I have the following source data in SQL in GBQ:
SELECT 1 AS client_id, CAST('2022-10-13' AS DATE) AS session_date, 'denied' AS value,
UNION ALL
SELECT 1, CAST('2022-10-15' AS DATE), 'granted'
UNION ALL
SELECT 1, CAST('2022-10-18' AS DATE), 'denied'
UNION ALL
SELECT 2, CAST('2022-01-01' AS DATE), 'denied'
UNION ALL
SELECT 2, CAST('2022-01-05' AS DATE), 'granted'
UNION ALL
SELECT 3, CAST('2022-01-01' AS DATE), 'granted'
UNION ALL
SELECT 4, CAST('2022-01-03' AS DATE), 'granted'
And I want to get a table like this where I have the last activity date for each user with an struct that saves every activity session date and it's value (denied/granted):
I have used the following query to achieve this:
WITH max_date AS (
SELECT
client_id,
session_date,
value,
MAX(session_date) OVER (PARTITION BY client_id) AS last_activity
FROM
source_data )
SELECT
client_id,
last_activity,
ARRAY_AGG(STRUCT(session_date,
value)
ORDER BY
session_date) AS push_permission
FROM
max_date
GROUP BY
1,
2
The issue is that the query size is going from 11GB to 1.2TB. I don't understand why this is happening, as I have used the max() partition by over other times and this wasn't happening. Is there any way to fix this?
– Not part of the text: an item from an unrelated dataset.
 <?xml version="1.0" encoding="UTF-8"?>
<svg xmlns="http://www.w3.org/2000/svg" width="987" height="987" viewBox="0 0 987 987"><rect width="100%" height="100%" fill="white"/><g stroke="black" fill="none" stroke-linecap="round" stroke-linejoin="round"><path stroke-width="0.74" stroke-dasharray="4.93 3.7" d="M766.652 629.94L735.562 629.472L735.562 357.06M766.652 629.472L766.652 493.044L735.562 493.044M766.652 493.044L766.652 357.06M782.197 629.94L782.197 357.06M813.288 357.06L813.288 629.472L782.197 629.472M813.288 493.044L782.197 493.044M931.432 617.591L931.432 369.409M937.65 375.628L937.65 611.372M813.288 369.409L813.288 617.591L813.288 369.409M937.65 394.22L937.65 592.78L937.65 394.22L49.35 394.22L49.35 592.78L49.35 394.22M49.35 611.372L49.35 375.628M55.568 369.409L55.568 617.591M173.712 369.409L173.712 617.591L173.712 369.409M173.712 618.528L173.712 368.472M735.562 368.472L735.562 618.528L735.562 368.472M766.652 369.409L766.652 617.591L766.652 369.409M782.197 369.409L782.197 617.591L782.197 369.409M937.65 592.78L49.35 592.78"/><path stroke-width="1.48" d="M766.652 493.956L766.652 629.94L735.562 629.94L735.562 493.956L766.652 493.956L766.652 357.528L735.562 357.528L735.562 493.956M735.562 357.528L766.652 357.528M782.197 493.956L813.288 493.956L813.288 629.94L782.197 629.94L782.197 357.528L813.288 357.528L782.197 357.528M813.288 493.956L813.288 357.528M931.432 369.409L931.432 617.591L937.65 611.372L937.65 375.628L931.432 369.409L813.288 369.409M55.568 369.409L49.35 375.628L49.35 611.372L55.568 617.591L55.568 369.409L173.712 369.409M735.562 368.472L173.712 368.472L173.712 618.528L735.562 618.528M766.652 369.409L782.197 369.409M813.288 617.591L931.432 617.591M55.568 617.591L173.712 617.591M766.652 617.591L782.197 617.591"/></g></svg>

It seems it's missing the partition for some reason.
Thanks!
I don't think that you need window functions here, aggregation is sufficient; the last activity date can be computed with a simple aggregate max()
.
Is the query less resource-consuming if we phrase it like this?
select client_id, max(session_date) as last_activity
array_agg(struct(session_date, value) order by session_date) as push_permission
from source_data
group by client_id
Note that the query still needs to scan and aggregate the whole table - given your requirement, this cannot be avoided.